**YOUR GOAL:** All of the data, word for word and free of pictures, is the expected result.

#### THE INPUT

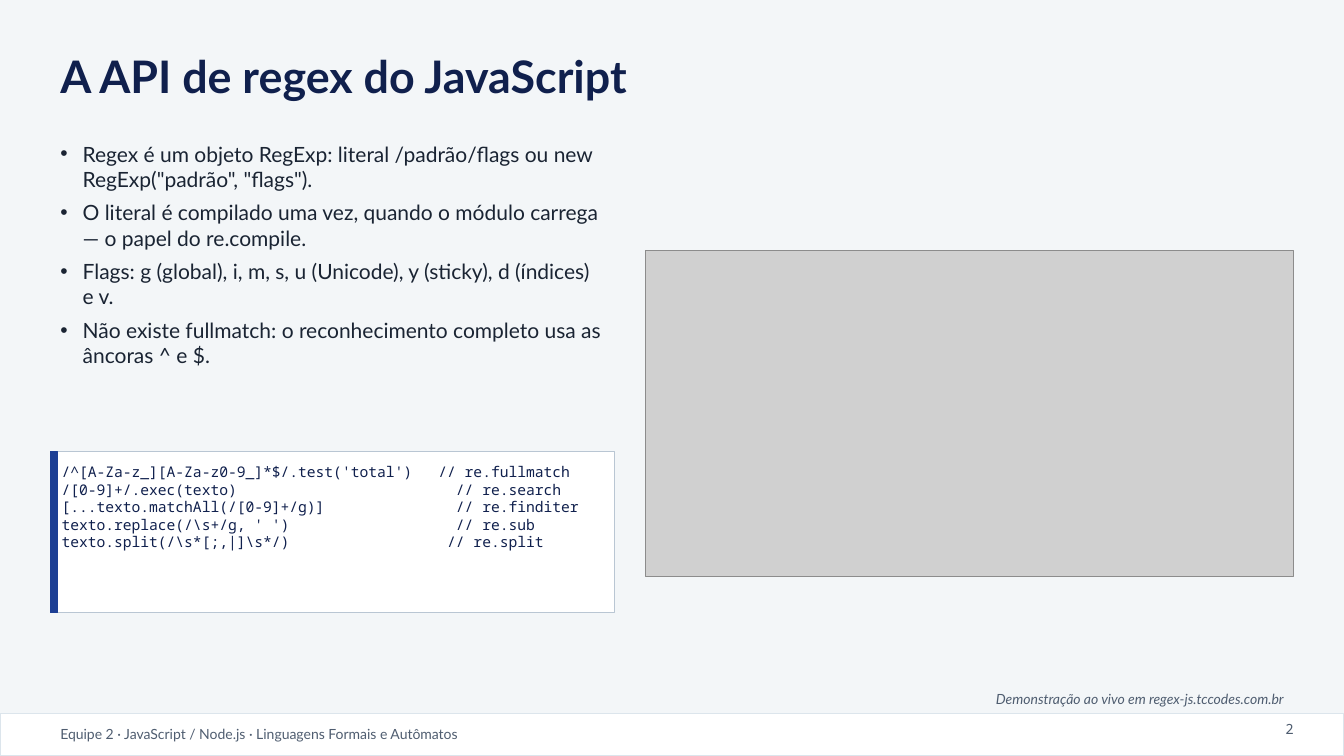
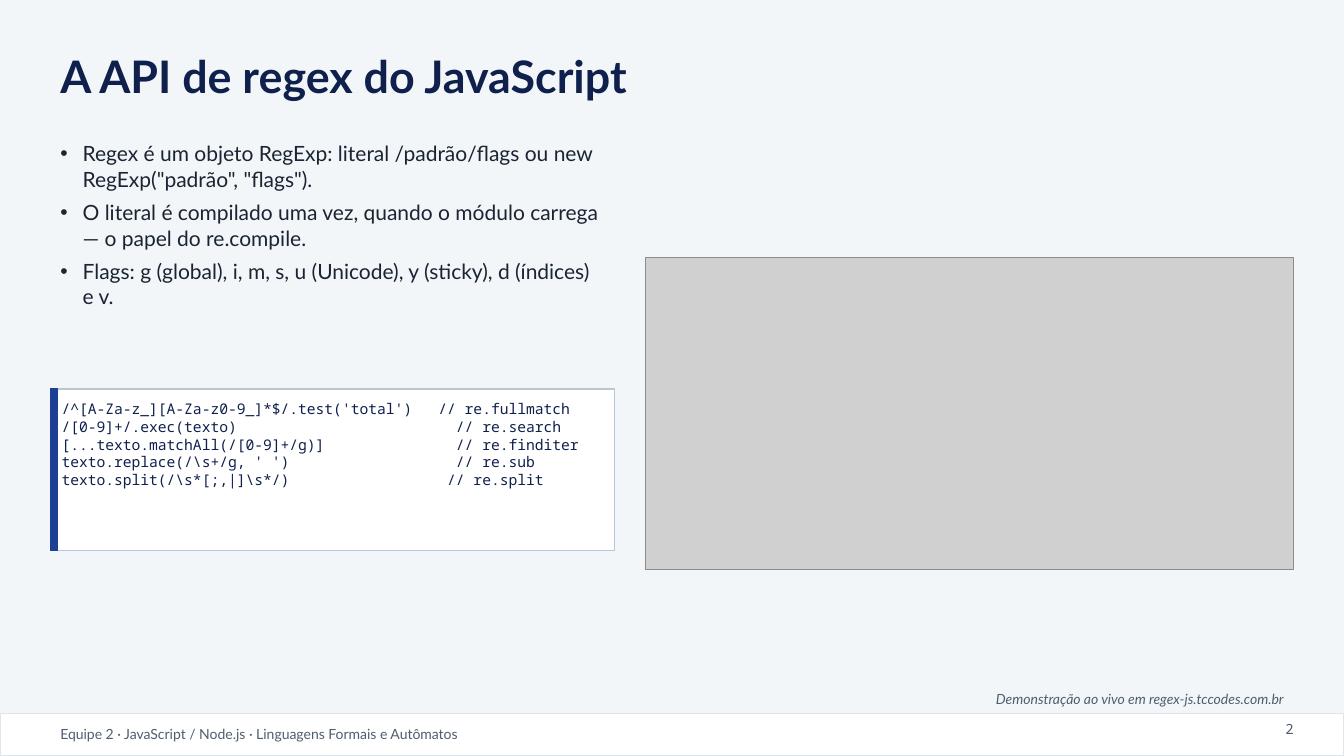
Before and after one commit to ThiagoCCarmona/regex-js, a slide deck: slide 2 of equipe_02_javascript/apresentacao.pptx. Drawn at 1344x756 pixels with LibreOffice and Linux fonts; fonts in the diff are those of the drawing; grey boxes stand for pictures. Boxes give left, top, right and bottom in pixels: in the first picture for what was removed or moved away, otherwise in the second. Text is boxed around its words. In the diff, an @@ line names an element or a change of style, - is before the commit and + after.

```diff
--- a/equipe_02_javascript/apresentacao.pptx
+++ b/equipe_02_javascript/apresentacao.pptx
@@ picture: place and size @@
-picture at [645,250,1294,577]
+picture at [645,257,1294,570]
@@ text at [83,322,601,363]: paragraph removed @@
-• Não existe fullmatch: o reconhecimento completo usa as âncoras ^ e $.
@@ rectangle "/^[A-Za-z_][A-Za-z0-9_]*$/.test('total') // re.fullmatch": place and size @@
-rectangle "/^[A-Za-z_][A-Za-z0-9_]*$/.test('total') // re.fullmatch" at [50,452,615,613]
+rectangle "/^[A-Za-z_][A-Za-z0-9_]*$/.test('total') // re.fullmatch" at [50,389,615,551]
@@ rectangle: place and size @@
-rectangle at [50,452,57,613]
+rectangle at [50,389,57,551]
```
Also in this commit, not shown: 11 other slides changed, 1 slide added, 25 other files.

########

**EXERCISE SOLUTION:**
Before and after one commit to ThiagoCCarmona/regex-js, a slide deck: slide 2 of equipe_02_javascript/apresentacao.pptx. Drawn at 1344x756 pixels with LibreOffice and Linux fonts; fonts in the diff are those of the drawing; grey boxes stand for pictures. Boxes give left, top, right and bottom in pixels: in the first picture for what was removed or moved away, otherwise in the second. Text is boxed around its words. In the diff, an @@ line names an element or a change of style, - is before the commit and + after.

```diff
--- a/equipe_02_javascript/apresentacao.pptx
+++ b/equipe_02_javascript/apresentacao.pptx
@@ picture: place and size @@
-picture at [645,250,1294,577]
+picture at [645,257,1294,570]
@@ text at [83,322,601,363]: paragraph removed @@
-• Não existe fullmatch: o reconhecimento completo usa as âncoras ^ e $.
@@ rectangle "/^[A-Za-z_][A-Za-z0-9_]*$/.test('total') // re.fullmatch": place and size @@
-rectangle "/^[A-Za-z_][A-Za-z0-9_]*$/.test('total') // re.fullmatch" at [50,452,615,613]
+rectangle "/^[A-Za-z_][A-Za-z0-9_]*$/.test('total') // re.fullmatch" at [50,389,615,551]
@@ rectangle: place and size @@
-rectangle at [50,452,57,613]
+rectangle at [50,389,57,551]
```
Also in this commit, not shown: 11 other slides changed, 1 slide added, 25 other files.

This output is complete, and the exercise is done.